Harbeth Fu

Personal information
- Full name: Harbeth Fu Wing
- National team: Hong Kong
- Born: 18 March 1980 (age 46) Hong Kong, Hong Kong
- Height: 1.88 m (6 ft 2 in)
- Weight: 75 kg (165 lb)

Sport
- Sport: Swimming
- Strokes: Freestyle
- Club: Kwun Tong Swimming Club
- Coach: Fu Dajin

= Harbeth Fu =

Hong Kong swimmer (born 1980)

Harbeth Fu Wing (符泳 (fu^{4} wing^{6}, Fú Yǒng); born March 18, 1980) is a Hong Kong former swimmer, who specialized in sprint freestyle events. He represented Hong Kong, China at the 2000 Summer Olympics, and later became a top 16 finalist at the Asian Games (2002 and 2006).

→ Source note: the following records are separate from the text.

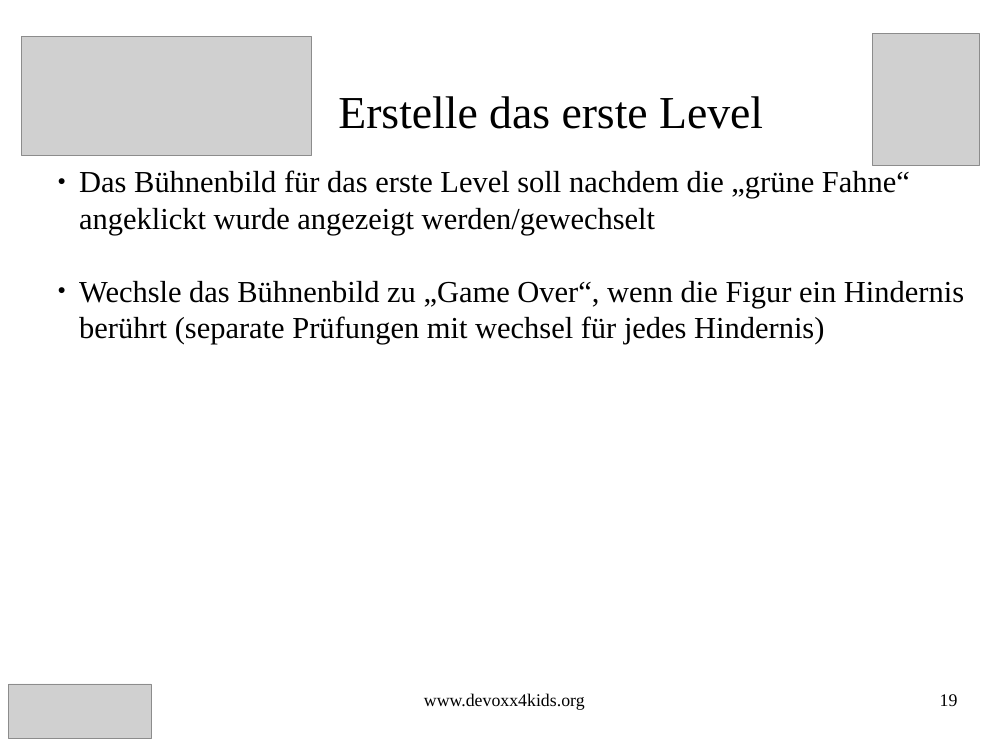
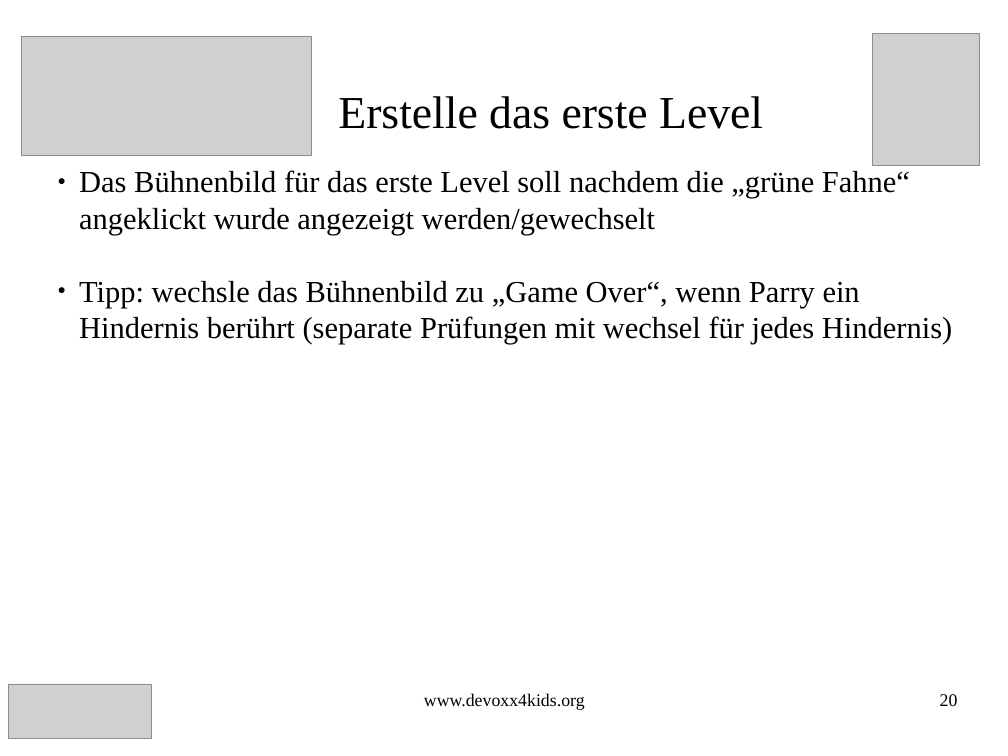
Before and after one commit to Devoxx4KidsDE/workshop-scratch, a slide deck: slide 20 of flyingBird/FlyingBird_Scratch_Aufgaben.odp (slide 19 before the commit). Drawn at 1008x756 pixels with LibreOffice and Linux fonts; fonts in the diff are those of the drawing; grey boxes stand for pictures. Boxes give left, top, right and bottom in pixels: in the first picture for what was removed or moved away, otherwise in the second. Text is boxed around its words. In the diff, an @@ line names an element or a change of style, - is before the commit and + after.

```diff
--- a/flyingBird/FlyingBird_Scratch_Aufgaben.odp
+++ b/flyingBird/FlyingBird_Scratch_Aufgaben.odp
@@ subtitle at (79,281,952,345): text changed @@
-● Wechsle das Bühnenbild zu „Game Over“, wenn die Figur ein Hindernis berührt (separate Prüfungen mit wechsel für jedes Hindernis)
+● Tipp: wechsle das Bühnenbild zu „Game Over“, wenn Parry ein Hindernis berührt (separate Prüfungen mit wechsel für jedes Hindernis)
@@ page number at (940,694,958,706): text changed @@
-19
+20
```
Also in this commit, not shown: 28 other slides changed, 4 slides added, 2 slides removed, 2 other files.

Fu Wing competed only in the men's 50 m freestyle at the 2000 Summer Olympics in Sydney. He eclipsed a FINA B-cut of 23.71 from the Hong Kong Long Course Championships. He challenged seven other swimmers in heat four, including Kyrgyzstan's Sergey Ashihmin, Goodwill Games silver medalist for Russia, and Kazakhstan's two-time Olympian Sergey Borisenko. Fu Wing closed out the field to last place in a time of 24.20, finishing behind leader Borisenko by 0.74 seconds. Fu Wing failed to advance into the semifinals, as he placed fifty-third overall in the prelims.

At the 2002 Asian Games in Busan, South Korea, Fu Wing failed to medal in any of his individual events, finishing eleventh in the 50 m freestyle (23.66), and seventeenth in the 100 m freestyle (53.44).